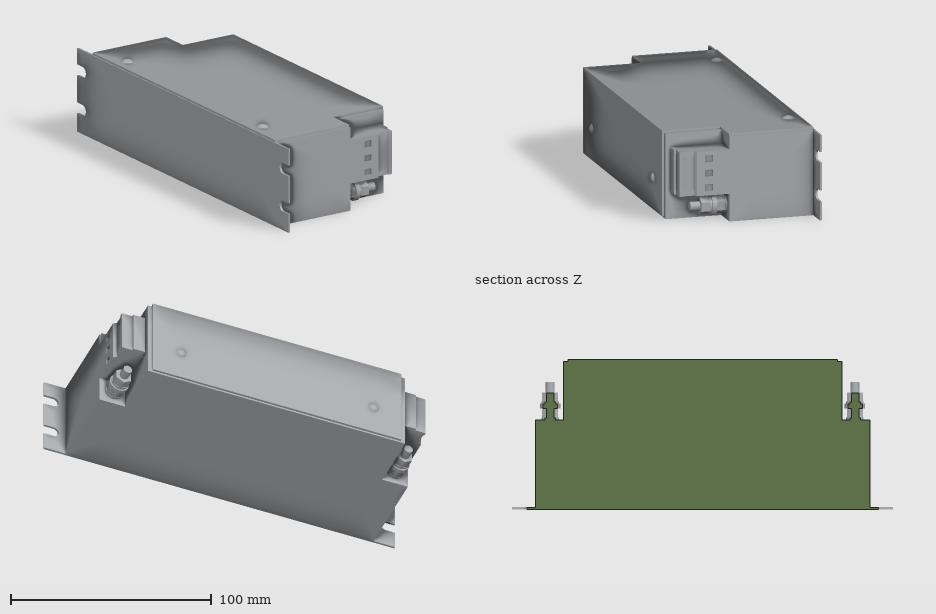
import cadquery as cq
import math

plate_width = 190.0
plate_height = 43.9
plate_thickness = 1.1
slot_width = 5.7
slot_depth = 7.8
slot_heights = (12.5, 32.5)

housing_width = 166.8
housing_height = plate_height
housing_front_depth = 44.8
housing_rear_width = 139.3
housing_depth = 74.0

cover_thickness = 1.1
cover_width = 164.5
cover_rear_width = 134.5
cover_front_gap = 0.5
cover_bottom_gap = 1.0
cover_top = housing_height + cover_thickness
cover_rear = housing_depth + cover_thickness

rivet_height = 1.3
top_rivet_diameter = 6.5
top_rivet_spacing = 121.8
top_rivet_y = 7.2
rear_rivet_diameter = 5.3
rear_rivet_spacing = 104.1
rear_rivet_z = 17.1

block_bottom = 14.2
block_top = 37.0
block_shoulder_y = 61.8
groove_start_y = 62.9
groove_end_y = 68.5
lip_end_y = 70.5
block_rear_y = 71.6
groove_inset = 1.7
lip_inset = 1.1
rear_step_inset = 6.8
relief_width = 0.5
relief_start_y = 67.5

pocket_length = 4.4
pocket_height = 3.6
pocket_depth = 1.3
pocket_y = 55.5
pocket_pitch = 7.5

stud_x = 76.0
stud_z = 7.5
stud_diameter = 4.5
stud_end_y = 63.5
nut_across_corners = 9.1
rear_nut_span = (53.8, 58.3)
front_nut_span = (45.8, 50.4)
washer_span = (front_nut_span[1], 52.6)
washer_diameter = 10.3
spacer_diameter = 8.7
inner_spacer_span = (housing_front_depth, front_nut_span[0])
outer_spacer_span = (washer_span[1], rear_nut_span[0])

ends = (-1, 1)


def box_between(x_range, y_range, z_range):
    """Box spanning the given coordinate ranges."""
    spans = [high - low for low, high in (x_range, y_range, z_range)]
    corner = (x_range[0], y_range[0], z_range[0])
    return cq.Workplane("XY").box(*spans, centered=False).translate(corner)


def centered_box(width, y_range, z_range):
    """Box centred on X = 0."""
    return box_between((-width / 2, width / 2), y_range, z_range)


def rod_along_y(profile, start_y, end_y):
    """Extrude an XZ-plane outline along the stud axis from start_y to end_y."""
    return profile.extrude(start_y - end_y).translate((-stud_x, start_y, stud_z))


def round_rod(diameter, start_y, end_y):
    return rod_along_y(cq.Workplane("XZ").circle(diameter / 2), start_y, end_y)


def hex_nut(start_y, end_y):
    """Hexagonal nut with two corners pointing up and down."""
    outline = cq.Workplane("XZ").transformed(rotate=(0, 0, 90)).polygon(6, nut_across_corners)
    return rod_along_y(outline, start_y, end_y)


def rivet_head(diameter):
    """Spherical cap standing on Z = 0."""
    radius = diameter / 2
    profile = (
        cq.Workplane("XZ")
        .lineTo(radius, 0)
        .threePointArc(cap_point(radius), (0, rivet_height))
        .close()
    )
    return profile.revolve(360, (0, 0), (0, 1))


def cap_point(radius):
    """Point midway along the arc of a cap with the given base radius."""
    sphere_radius = (radius**2 + rivet_height**2) / (2 * rivet_height)
    half_angle = math.asin(radius / sphere_radius) / 2
    drop = sphere_radius * (1 - math.cos(half_angle))
    return sphere_radius * math.sin(half_angle), rivet_height - drop


def mounting_plate():
    """Front plate with round-ended slots open to its left and right edges."""
    plate = centered_box(plate_width, (0, plate_thickness), (0, plate_height))
    slot_length = 2 * slot_depth
    for end in ends:
        slots = (
            cq.Workplane("XZ")
            .pushPoints([(end * plate_width / 2, z) for z in slot_heights])
            .slot2D(slot_length, slot_width)
            .extrude(-plate_thickness)
        )
        plate = plate.cut(slots)
    return plate


def housing():
    front = centered_box(housing_width, (0, housing_front_depth), (0, housing_height))
    rear = centered_box(housing_rear_width, (0, housing_depth), (0, housing_height))
    return front.union(rear)


def cover():
    """Top sheet following the stepped housing, folded down over the rear."""
    top_z = (housing_height, cover_top)
    front = centered_box(cover_width, (cover_front_gap, housing_front_depth), top_z)
    rear = centered_box(cover_rear_width, (cover_front_gap, cover_rear), top_z)
    flange = centered_box(cover_rear_width, (housing_depth, cover_rear), (cover_bottom_gap, cover_top))
    return front.union(rear).union(flange)


def rivets():
    heads = cq.Workplane("XY")
    top_head = rivet_head(top_rivet_diameter)
    rear_head = rivet_head(rear_rivet_diameter).rotate((0, 0, 0), (1, 0, 0), -90)
    for end in ends:
        heads = heads.add(top_head.translate((end * top_rivet_spacing / 2, top_rivet_y, cover_top)))
        heads = heads.add(rear_head.translate((end * rear_rivet_spacing / 2, cover_rear, rear_rivet_z)))
    return heads.combine()


def terminal_block():
    """Left terminal block with a gripping groove, a stepped rear and wire pockets."""
    outer_x = -housing_width / 2
    inner_x = -housing_rear_width / 2
    outline = [
        (outer_x, housing_front_depth),
        (outer_x, block_shoulder_y),
        (outer_x + groove_inset, groove_start_y),
        (outer_x + groove_inset, groove_end_y),
        (outer_x + lip_inset, groove_end_y),
        (outer_x + lip_inset, lip_end_y),
        (outer_x + rear_step_inset, lip_end_y),
        (outer_x + rear_step_inset, block_rear_y),
        (inner_x - relief_width, block_rear_y),
        (inner_x - relief_width, relief_start_y),
        (inner_x, relief_start_y),
        (inner_x, housing_front_depth),
    ]
    block = (
        cq.Workplane("XY", origin=(0, 0, block_bottom))
        .polyline(outline)
        .close()
        .extrude(block_top - block_bottom)
    )
    block_middle = (block_bottom + block_top) / 2
    for step in (-1, 0, 1):
        pocket = cq.Workplane("XY").box(2 * pocket_depth, pocket_length, pocket_height)
        block = block.cut(pocket.translate((outer_x, pocket_y, block_middle + step * pocket_pitch)))
    return block


def earth_stud():
    """Left earth stud with two nuts, a washer and two spacers, standing on the housing step."""
    return (
        round_rod(stud_diameter, housing_front_depth, stud_end_y)
        .union(round_rod(spacer_diameter, *inner_spacer_span))
        .union(round_rod(spacer_diameter, *outer_spacer_span))
        .union(round_rod(washer_diameter, *washer_span))
        .union(hex_nut(*front_nut_span))
        .union(hex_nut(*rear_nut_span))
    )


left_fittings = terminal_block().union(earth_stud())
right_fittings = left_fittings.mirror("YZ")

result = (
    housing()
    .union(mounting_plate())
    .union(cover())
    .union(rivets())
    .union(left_fittings)
    .union(right_fittings)
)
========================
**About this task:** Without including any pictures, output each entry above exactly as it appears.

**Solution to this exercise:**
import cadquery as cq
import math

plate_width = 190.0
plate_height = 43.9
plate_thickness = 1.1
slot_width = 5.7
slot_depth = 7.8
slot_heights = (12.5, 32.5)

housing_width = 166.8
housing_height = plate_height
housing_front_depth = 44.8
housing_rear_width = 139.3
housing_depth = 74.0

cover_thickness = 1.1
cover_width = 164.5
cover_rear_width = 134.5
cover_front_gap = 0.5
cover_bottom_gap = 1.0
cover_top = housing_height + cover_thickness
cover_rear = housing_depth + cover_thickness

rivet_height = 1.3
top_rivet_diameter = 6.5
top_rivet_spacing = 121.8
top_rivet_y = 7.2
rear_rivet_diameter = 5.3
rear_rivet_spacing = 104.1
rear_rivet_z = 17.1

block_bottom = 14.2
block_top = 37.0
block_shoulder_y = 61.8
groove_start_y = 62.9
groove_end_y = 68.5
lip_end_y = 70.5
block_rear_y = 71.6
groove_inset = 1.7
lip_inset = 1.1
rear_step_inset = 6.8
relief_width = 0.5
relief_start_y = 67.5

pocket_length = 4.4
pocket_height = 3.6
pocket_depth = 1.3
pocket_y = 55.5
pocket_pitch = 7.5

stud_x = 76.0
stud_z = 7.5
stud_diameter = 4.5
stud_end_y = 63.5
nut_across_corners = 9.1
rear_nut_span = (53.8, 58.3)
front_nut_span = (45.8, 50.4)
washer_span = (front_nut_span[1], 52.6)
washer_diameter = 10.3
spacer_diameter = 8.7
inner_spacer_span = (housing_front_depth, front_nut_span[0])
outer_spacer_span = (washer_span[1], rear_nut_span[0])

ends = (-1, 1)


def box_between(x_range, y_range, z_range):
    """Box spanning the given coordinate ranges."""
    spans = [high - low for low, high in (x_range, y_range, z_range)]
    corner = (x_range[0], y_range[0], z_range[0])
    return cq.Workplane("XY").box(*spans, centered=False).translate(corner)


def centered_box(width, y_range, z_range):
    """Box centred on X = 0."""
    return box_between((-width / 2, width / 2), y_range, z_range)


def rod_along_y(profile, start_y, end_y):
    """Extrude an XZ-plane outline along the stud axis from start_y to end_y."""
    return profile.extrude(start_y - end_y).translate((-stud_x, start_y, stud_z))


def round_rod(diameter, start_y, end_y):
    return rod_along_y(cq.Workplane("XZ").circle(diameter / 2), start_y, end_y)


def hex_nut(start_y, end_y):
    """Hexagonal nut with two corners pointing up and down."""
    outline = cq.Workplane("XZ").transformed(rotate=(0, 0, 90)).polygon(6, nut_across_corners)
    return rod_along_y(outline, start_y, end_y)


def rivet_head(diameter):
    """Spherical cap standing on Z = 0."""
    radius = diameter / 2
    profile = (
        cq.Workplane("XZ")
        .lineTo(radius, 0)
        .threePointArc(cap_point(radius), (0, rivet_height))
        .close()
    )
    return profile.revolve(360, (0, 0), (0, 1))


def cap_point(radius):
    """Point midway along the arc of a cap with the given base radius."""
    sphere_radius = (radius**2 + rivet_height**2) / (2 * rivet_height)
    half_angle = math.asin(radius / sphere_radius) / 2
    drop = sphere_radius * (1 - math.cos(half_angle))
    return sphere_radius * math.sin(half_angle), rivet_height - drop


def mounting_plate():
    """Front plate with round-ended slots open to its left and right edges."""
    plate = centered_box(plate_width, (0, plate_thickness), (0, plate_height))
    slot_length = 2 * slot_depth
    for end in ends:
        slots = (
            cq.Workplane("XZ")
            .pushPoints([(end * plate_width / 2, z) for z in slot_heights])
            .slot2D(slot_length, slot_width)
            .extrude(-plate_thickness)
        )
        plate = plate.cut(slots)
    return plate


def housing():
    front = centered_box(housing_width, (0, housing_front_depth), (0, housing_height))
    rear = centered_box(housing_rear_width, (0, housing_depth), (0, housing_height))
    return front.union(rear)


def cover():
    """Top sheet following the stepped housing, folded down over the rear."""
    top_z = (housing_height, cover_top)
    front = centered_box(cover_width, (cover_front_gap, housing_front_depth), top_z)
    rear = centered_box(cover_rear_width, (cover_front_gap, cover_rear), top_z)
    flange = centered_box(cover_rear_width, (housing_depth, cover_rear), (cover_bottom_gap, cover_top))
    return front.union(rear).union(flange)


def rivets():
    heads = cq.Workplane("XY")
    top_head = rivet_head(top_rivet_diameter)
    rear_head = rivet_head(rear_rivet_diameter).rotate((0, 0, 0), (1, 0, 0), -90)
    for end in ends:
        heads = heads.add(top_head.translate((end * top_rivet_spacing / 2, top_rivet_y, cover_top)))
        heads = heads.add(rear_head.translate((end * rear_rivet_spacing / 2, cover_rear, rear_rivet_z)))
    return heads.combine()


def terminal_block():
    """Left terminal block with a gripping groove, a stepped rear and wire pockets."""
    outer_x = -housing_width / 2
    inner_x = -housing_rear_width / 2
    outline = [
        (outer_x, housing_front_depth),
        (outer_x, block_shoulder_y),
        (outer_x + groove_inset, groove_start_y),
        (outer_x + groove_inset, groove_end_y),
        (outer_x + lip_inset, groove_end_y),
        (outer_x + lip_inset, lip_end_y),
        (outer_x + rear_step_inset, lip_end_y),
        (outer_x + rear_step_inset, block_rear_y),
        (inner_x - relief_width, block_rear_y),
        (inner_x - relief_width, relief_start_y),
        (inner_x, relief_start_y),
        (inner_x, housing_front_depth),
    ]
    block = (
        cq.Workplane("XY", origin=(0, 0, block_bottom))
        .polyline(outline)
        .close()
        .extrude(block_top - block_bottom)
    )
    block_middle = (block_bottom + block_top) / 2
    for step in (-1, 0, 1):
        pocket = cq.Workplane("XY").box(2 * pocket_depth, pocket_length, pocket_height)
        block = block.cut(pocket.translate((outer_x, pocket_y, block_middle + step * pocket_pitch)))
    return block


def earth_stud():
    """Left earth stud with two nuts, a washer and two spacers, standing on the housing step."""
    return (
        round_rod(stud_diameter, housing_front_depth, stud_end_y)
        .union(round_rod(spacer_diameter, *inner_spacer_span))
        .union(round_rod(spacer_diameter, *outer_spacer_span))
        .union(round_rod(washer_diameter, *washer_span))
        .union(hex_nut(*front_nut_span))
        .union(hex_nut(*rear_nut_span))
    )


left_fittings = terminal_block().union(earth_stud())
right_fittings = left_fittings.mirror("YZ")

result = (
    housing()
    .union(mounting_plate())
    .union(cover())
    .union(rivets())
    .union(left_fittings)
    .union(right_fittings)
)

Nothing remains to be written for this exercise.